# Goonies, The (1985)



## val (Mar 3, 2001)

whoa! this is the goonies with mikey and mouth and chunk and data and the fetelli's we're talking about right? yea! no one i ever talked to knew about this movie until my sister and i decided maybe we dreamt it all. i love those guys! this has to be one of the most hilarious movies that i saw and can remember seeing. i love the adventure. when i was younger i used to dream up stories where i'm off with them treasure hunting. and getting it down with mouth. crazy...


----------



## Highlander II (Jun 18, 2001)

k - i know no one's posted here in a while - but that doesn't mean that i still can't --

just saw this movie again -- (originally saw it when i was like 8 or 9) -- and i picked it up b/c i saw that Robert Davi (of Profiler) was in it -- i think i enjoyed it just as much this time as i did when i was little -- this movie is really funny in that old '80's cheesey kinda way ---- (and that's not a bad thing)


Highlander II


----------



## imported_Sandman (Jun 28, 2001)

I have watched this movie more times than i can count. i think isaw it first when i was like seven or something and i still can't resist it when it comes on. And Joe Pantoliano was just great--loved the brothers.


----------



## Highlander II (Jul 11, 2001)

i'm not a big fan of Joe Pantoliano - but he was good in this - 

i thought it was funny when he threw the slice of pizza at Robert Davi -- would never imagine anyone throwing food at that man - just too funny! 

wanna know the best part about this movie?

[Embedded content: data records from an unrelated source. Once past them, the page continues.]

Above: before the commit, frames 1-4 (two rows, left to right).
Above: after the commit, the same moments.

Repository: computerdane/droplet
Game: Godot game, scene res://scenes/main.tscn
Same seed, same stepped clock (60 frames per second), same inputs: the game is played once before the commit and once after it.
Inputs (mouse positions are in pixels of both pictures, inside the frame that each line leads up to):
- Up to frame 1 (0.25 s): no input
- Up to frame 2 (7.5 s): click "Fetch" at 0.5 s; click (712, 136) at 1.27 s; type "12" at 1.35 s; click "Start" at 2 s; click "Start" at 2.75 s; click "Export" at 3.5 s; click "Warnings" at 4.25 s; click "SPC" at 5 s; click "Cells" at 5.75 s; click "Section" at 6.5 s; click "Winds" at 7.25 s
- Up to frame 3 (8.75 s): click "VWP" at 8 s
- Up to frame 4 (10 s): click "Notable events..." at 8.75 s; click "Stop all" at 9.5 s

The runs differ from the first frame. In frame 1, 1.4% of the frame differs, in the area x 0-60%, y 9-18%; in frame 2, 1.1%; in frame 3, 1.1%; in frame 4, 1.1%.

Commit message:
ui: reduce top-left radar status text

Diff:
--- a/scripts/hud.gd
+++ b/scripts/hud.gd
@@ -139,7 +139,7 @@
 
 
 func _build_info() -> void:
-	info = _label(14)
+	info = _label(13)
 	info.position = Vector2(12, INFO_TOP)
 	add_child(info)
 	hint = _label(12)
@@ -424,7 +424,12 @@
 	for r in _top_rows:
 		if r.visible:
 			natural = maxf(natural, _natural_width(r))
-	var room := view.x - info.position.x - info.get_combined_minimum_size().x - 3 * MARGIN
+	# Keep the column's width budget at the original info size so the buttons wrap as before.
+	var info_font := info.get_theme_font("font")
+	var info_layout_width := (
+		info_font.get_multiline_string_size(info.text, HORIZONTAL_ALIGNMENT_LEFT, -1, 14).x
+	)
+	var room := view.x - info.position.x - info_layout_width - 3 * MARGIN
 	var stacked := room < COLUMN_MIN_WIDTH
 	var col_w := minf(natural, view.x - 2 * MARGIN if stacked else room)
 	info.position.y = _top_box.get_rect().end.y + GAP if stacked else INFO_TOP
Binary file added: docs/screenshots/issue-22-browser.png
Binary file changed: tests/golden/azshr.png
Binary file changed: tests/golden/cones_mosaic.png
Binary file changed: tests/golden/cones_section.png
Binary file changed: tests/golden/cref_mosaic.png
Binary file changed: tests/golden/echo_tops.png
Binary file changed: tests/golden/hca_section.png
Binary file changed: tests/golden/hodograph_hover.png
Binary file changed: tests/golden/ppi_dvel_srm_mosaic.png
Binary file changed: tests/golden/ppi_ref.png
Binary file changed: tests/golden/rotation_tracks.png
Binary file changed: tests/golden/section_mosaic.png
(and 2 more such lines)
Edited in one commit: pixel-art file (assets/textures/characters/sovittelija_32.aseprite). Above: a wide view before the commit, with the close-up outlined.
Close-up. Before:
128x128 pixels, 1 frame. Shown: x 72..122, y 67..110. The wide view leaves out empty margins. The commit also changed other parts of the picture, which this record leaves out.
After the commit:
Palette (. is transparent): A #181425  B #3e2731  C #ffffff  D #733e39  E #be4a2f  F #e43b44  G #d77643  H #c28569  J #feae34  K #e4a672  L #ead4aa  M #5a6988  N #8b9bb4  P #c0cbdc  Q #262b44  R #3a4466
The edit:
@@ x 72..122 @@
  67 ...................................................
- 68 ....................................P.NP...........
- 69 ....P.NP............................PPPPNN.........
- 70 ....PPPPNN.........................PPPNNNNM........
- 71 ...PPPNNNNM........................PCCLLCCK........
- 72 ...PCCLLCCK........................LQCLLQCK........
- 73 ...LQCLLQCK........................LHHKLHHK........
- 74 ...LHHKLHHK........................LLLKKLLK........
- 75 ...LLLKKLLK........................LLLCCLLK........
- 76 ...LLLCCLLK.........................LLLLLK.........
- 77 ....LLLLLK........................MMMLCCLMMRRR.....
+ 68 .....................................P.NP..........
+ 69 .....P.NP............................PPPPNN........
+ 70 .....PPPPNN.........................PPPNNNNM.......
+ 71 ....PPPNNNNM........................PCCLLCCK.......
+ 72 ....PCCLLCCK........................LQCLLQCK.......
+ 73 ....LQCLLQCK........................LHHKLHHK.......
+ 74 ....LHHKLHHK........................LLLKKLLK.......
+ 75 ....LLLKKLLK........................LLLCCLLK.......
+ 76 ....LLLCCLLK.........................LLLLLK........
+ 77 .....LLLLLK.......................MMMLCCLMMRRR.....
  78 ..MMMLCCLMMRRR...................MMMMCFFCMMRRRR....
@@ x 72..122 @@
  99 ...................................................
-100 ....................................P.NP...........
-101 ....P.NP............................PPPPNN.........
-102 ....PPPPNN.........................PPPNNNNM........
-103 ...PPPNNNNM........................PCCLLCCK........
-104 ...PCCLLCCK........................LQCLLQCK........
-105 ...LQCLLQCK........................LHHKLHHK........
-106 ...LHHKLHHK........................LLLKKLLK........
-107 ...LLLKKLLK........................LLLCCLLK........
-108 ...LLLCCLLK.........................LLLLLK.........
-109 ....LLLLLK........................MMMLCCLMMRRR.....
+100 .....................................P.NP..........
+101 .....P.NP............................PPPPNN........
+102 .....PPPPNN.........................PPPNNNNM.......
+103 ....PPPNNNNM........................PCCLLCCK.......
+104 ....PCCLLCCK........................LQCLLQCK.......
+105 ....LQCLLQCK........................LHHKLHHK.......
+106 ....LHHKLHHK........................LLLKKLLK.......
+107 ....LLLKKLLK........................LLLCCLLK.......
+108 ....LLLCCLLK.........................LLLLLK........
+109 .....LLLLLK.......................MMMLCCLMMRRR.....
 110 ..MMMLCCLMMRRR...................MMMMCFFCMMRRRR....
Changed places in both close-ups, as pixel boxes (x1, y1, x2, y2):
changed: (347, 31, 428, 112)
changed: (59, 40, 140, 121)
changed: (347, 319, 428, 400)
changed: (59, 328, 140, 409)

Robert Davi sings -- in ITALIAN!! and it's awesome!! he has a great voice!!


----------



## Curupira (Jul 26, 2001)

aaaw this was a great movie! I dont care how old I am it'll always be a favorite :rain:


----------



## Highlander II (Jul 27, 2001)

i'm waiting for my copy to show up --- i ordered it -- just waiting - impatiently -- for it to get here so i can watch it again ----


----------



## Curupira (Jul 27, 2001)

It plays once and a while on tv. Next time I'll have to tape it. :rain:


----------



## Highlander II (Aug 2, 2001)

woohoo!!

my tape came the other day!! i didn't watch the whole movie - it was really late when i was done w/ all the other things i was doing and i had to work the next day -- but i DID watch the part where Robert Davi sings in Italian! (when they Fratelli bros are driving down the road and Chunk flags them down!)

woohoo!!

<happy dance>


----------



## Curupira (Aug 2, 2001)

Chunk's the best :laugh2:


----------



## Highlander II (Aug 6, 2001)

isn't it interesting how movies like this never seem to die? they just fade, then return? i was like 9 when this movie came out initially -- and i liked it then - tho the rating was a little to 'lax' -- if this were released today, it would be PG-13 - but it wasn't 'hard' enough to be "R", so they had to give it a PG - the language is a little much for 'small children' -- but - kids talk like that -- or at least the ones i know do ----


----------



## Highlander II (Nov 1, 2001)

okay - gotta resurrect this --

watched this again not that long ago -- 

i think, since i got my tape, i've watched it about 25 times -- it's such a fun movie --

Data and his inventions; the Frettelli's and their fighting; Chunk - the food; the broken statue; the scene w/ the older brother (whose name i've forgotten) on the little kiddie bike ---- 

just a great film!


----------



## Sinistra (Nov 2, 2001)

Hey I found it!!!!

Ok gtg now, will post something slightly more meaningful 2morrow!!!


----------



## Dru (Nov 2, 2001)

I used to watch the goonies  all the time but its been awile since I've seen it


----------



## Sinistra (Nov 3, 2001)

When I first saw this film, I loved it, and still do. It's reaLLY GOOD WHEN YOU WATHC IT AFTER YOU HAVENT SEEN IT FOR AGES, dRU.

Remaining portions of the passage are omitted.